# Lynnhaven Inlet 7/7



## Sledge142 (Jan 11, 2005)

Went there for the first time last night, and I found it most difficult to fish...boats were everywhere and not very courteous (although some were), and while I was messing with a knot I looked up and came about 4 feet from getting run over by someone who couldn't see my light, reflective tape, and my head lamp...fortunately I can yell like the dickens and he immediately went to reverse throttle and all I got was a little wet...

I thought better than to venture past the bridge after that (not to mention the swift current mentioned in the previous post)...

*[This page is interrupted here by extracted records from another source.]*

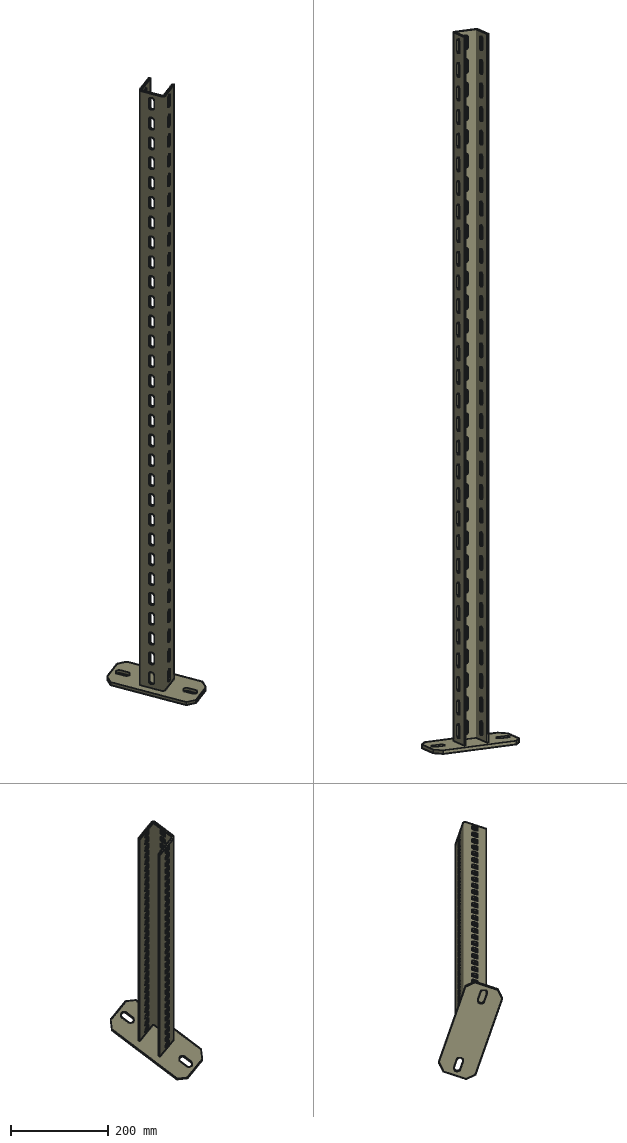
import cadquery as cq

TOTAL_HEIGHT = 1508.0

PLATE_LENGTH = 200.0
PLATE_WIDTH = 80.0
PLATE_THICKNESS = 8.0
PLATE_CORNER_CUT = 15.0
PLATE_SLOT_LENGTH = 30.0
PLATE_SLOT_WIDTH = 14.0
PLATE_SLOT_SPACING = 152.0

CHANNEL_WIDTH = 57.0
CHANNEL_DEPTH = 50.0
SHEET_THICKNESS = 4.0
BEND_OUTER_RADIUS = 5.3
CHANNEL_HEIGHT = TOTAL_HEIGHT - PLATE_THICKNESS

SLOT_COUNT = 30
SLOT_PITCH = CHANNEL_HEIGHT / SLOT_COUNT
SLOT_LENGTH = 30.0
SLOT_WIDTH = 12.0


def make_base_plate():
    """Flat plate with cut corners and one fixing slot near each end, its underside at Z = 0."""
    plate = (
        cq.Workplane("XY")
        .rect(PLATE_LENGTH, PLATE_WIDTH)
        .extrude(PLATE_THICKNESS)
        .edges("|Z")
        .chamfer(PLATE_CORNER_CUT)
    )
    fixing_slots = (
        cq.Workplane("XY")
        .rarray(PLATE_SLOT_SPACING, 15, 2, 1)
        .slot2D(PLATE_SLOT_LENGTH, PLATE_SLOT_WIDTH)
        .extrude(PLATE_THICKNESS)
    )
    return plate.cut(fixing_slots)


def make_channel_blank():
    """Folded sheet channel without slots, standing on top of the base plate."""
    bend_inner_radius = BEND_OUTER_RADIUS - SHEET_THICKNESS

    outside = (
        cq.Workplane("XY", origin=(0, 0, PLATE_THICKNESS))
        .rect(CHANNEL_WIDTH, CHANNEL_DEPTH)
        .extrude(CHANNEL_HEIGHT)
        .edges("|Z and <Y")
        .fillet(BEND_OUTER_RADIUS)
    )
    inside = (
        cq.Workplane("XY", origin=(0, SHEET_THICKNESS, PLATE_THICKNESS))
        .rect(CHANNEL_WIDTH - 2 * SHEET_THICKNESS, CHANNEL_DEPTH)
        .extrude(CHANNEL_HEIGHT)
        .edges("|Z and <Y")
        .fillet(bend_inner_radius)
    )
    return outside.cut(inside)


def make_slot_column(plane, start, length):
    """Column of upright slot cutters that begin at the point `start` and reach `length` along the normal."""
    return (
        cq.Workplane(plane, origin=start)
        .rarray(15, SLOT_PITCH, 1, SLOT_COUNT)
        .slot2D(SLOT_LENGTH, SLOT_WIDTH, 90)
        .extrude(length)
    )


def make_upright():
    """Channel with a column of slots through its web and one through both flanges."""
    slot_mid_height = PLATE_THICKNESS + CHANNEL_HEIGHT / 2
    web_slots = make_slot_column("XZ", (0, 0, slot_mid_height), CHANNEL_DEPTH)
    flange_slots = make_slot_column("YZ", (-CHANNEL_WIDTH / 2, 0, slot_mid_height), CHANNEL_WIDTH)
    return make_channel_blank().cut(web_slots).cut(flange_slots)


base_plate = make_base_plate()
upright = make_upright()

result = cq.Compound.makeCompound([base_plate.val(), upright.val()])

question is...are there good areas to fish inside that produce nice fish?...I caught all the bait spot I wanted (and a couple of small blues), but despite the good bait, I had no takers...would like to talk to someone about the ins and outs of Lessner inside the bridge area...thanks...


----------



## Rockstar (Jun 23, 2004)

You gotta keep your eyes open in those channels, especially at night... alot of guys are spending more time looking for the markers and staying in the channel... they may not notice your kayak that's a foot or two off the water. Then there's the share of @#$holes who think they own the water, all i'm sayin' is be careful out there. Yah can't go fishin' again if yah don't come back.

If a boat is getting too close, make sure they notice you. I will use the headlamp or stick my paddle up to get there attention... I have been meaning to put reflective tape on it for this actually. Always carry a water proof whistle with you too. 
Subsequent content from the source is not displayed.